Nick Mulcahy

October 05, 2016

BOSTON — Defying a historical disparity, blacks and whites had equal rates of curative treatment completion for early-stage lung cancer in a multi-institutional clinical trial, according to research reported here at the American Society for Radiation Oncology (ASTRO) 2016 Annual Meeting.

The parity was the result of a patient-support intervention that narrowed historical racial gaps in treatment and, at the same time, raised treatment completion rates for both races, said study lead author, Matthew A. Manning, MD, from the Cone Health Cancer Center in Greensboro, North Carolina.

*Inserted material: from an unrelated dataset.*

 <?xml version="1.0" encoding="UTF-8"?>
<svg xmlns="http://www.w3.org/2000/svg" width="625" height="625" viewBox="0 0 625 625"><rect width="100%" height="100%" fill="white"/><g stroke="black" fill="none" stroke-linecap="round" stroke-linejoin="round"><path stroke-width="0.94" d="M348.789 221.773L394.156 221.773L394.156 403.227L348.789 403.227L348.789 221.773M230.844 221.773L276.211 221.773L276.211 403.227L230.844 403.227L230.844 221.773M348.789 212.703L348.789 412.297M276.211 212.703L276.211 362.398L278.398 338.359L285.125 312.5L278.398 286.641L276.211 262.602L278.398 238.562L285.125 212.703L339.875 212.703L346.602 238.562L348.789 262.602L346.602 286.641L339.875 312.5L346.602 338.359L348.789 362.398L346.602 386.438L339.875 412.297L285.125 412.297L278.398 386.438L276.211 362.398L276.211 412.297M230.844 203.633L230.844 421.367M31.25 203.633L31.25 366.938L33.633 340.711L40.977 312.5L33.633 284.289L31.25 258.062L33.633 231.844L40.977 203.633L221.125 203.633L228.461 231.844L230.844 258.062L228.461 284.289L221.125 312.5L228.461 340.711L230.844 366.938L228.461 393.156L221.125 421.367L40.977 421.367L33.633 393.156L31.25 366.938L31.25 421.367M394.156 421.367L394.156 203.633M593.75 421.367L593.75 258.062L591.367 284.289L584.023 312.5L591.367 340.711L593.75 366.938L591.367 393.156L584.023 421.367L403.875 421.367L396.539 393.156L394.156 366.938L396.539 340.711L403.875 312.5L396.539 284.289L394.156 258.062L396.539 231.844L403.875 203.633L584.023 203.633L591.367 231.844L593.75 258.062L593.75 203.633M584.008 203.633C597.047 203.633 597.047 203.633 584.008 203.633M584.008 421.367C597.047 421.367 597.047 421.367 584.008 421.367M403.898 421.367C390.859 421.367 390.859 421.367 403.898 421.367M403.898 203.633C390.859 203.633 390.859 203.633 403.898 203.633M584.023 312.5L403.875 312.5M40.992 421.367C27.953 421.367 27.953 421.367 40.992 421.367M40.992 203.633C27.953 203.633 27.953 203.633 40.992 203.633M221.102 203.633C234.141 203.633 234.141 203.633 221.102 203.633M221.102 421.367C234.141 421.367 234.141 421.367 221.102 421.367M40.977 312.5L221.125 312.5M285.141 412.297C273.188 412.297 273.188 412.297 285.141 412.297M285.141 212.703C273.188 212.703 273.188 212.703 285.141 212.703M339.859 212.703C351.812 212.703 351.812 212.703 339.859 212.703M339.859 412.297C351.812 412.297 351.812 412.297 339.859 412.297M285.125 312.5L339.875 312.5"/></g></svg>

The rates of receiving potentially curative treatment (stereotactic body radiation therapy [SBRT] or surgical resection) were 96% for both black (n = 25) and white (n = 75) patients in the intervention group. This compared favorably to a 12–percentage point gap in rates for a historical "baseline" group treated in the same institutions from 2007 to 2011 (64% vs 76% for black vs white patients; P < .05).

The study is one of the first to demonstrate that an intervention can eliminate racial disparity in cancer treatment, according to Dr Manning.

The patient-support intervention consisted of four elements: an electronic health record (EHR) system that signalled missed appointments or milestones in care and three race-specific interventions.

Those latter three elements were nurse navigators trained in race-related barriers to care, race-specific treatment feedback to care teams, and quarterly sessions in health equity training for staff.

Which element most influenced the achievement of racial parity?

Dr Manning told Medscape Medical News that the EHR alerts, which served as a "real-time tumor registry," were probably most responsible for the results.

But he also told reporters at a meeting press conference that, in conclusion about the study, "Health systems can eliminate racial disparity with systems change through engagement with community organizations."

Dr Manning said the results are important because, historically, data show that fewer black than white patients undergo curative surgery for early-stage lung cancer, "resulting in higher mortality" (even when controlling for comorbidities and other factors).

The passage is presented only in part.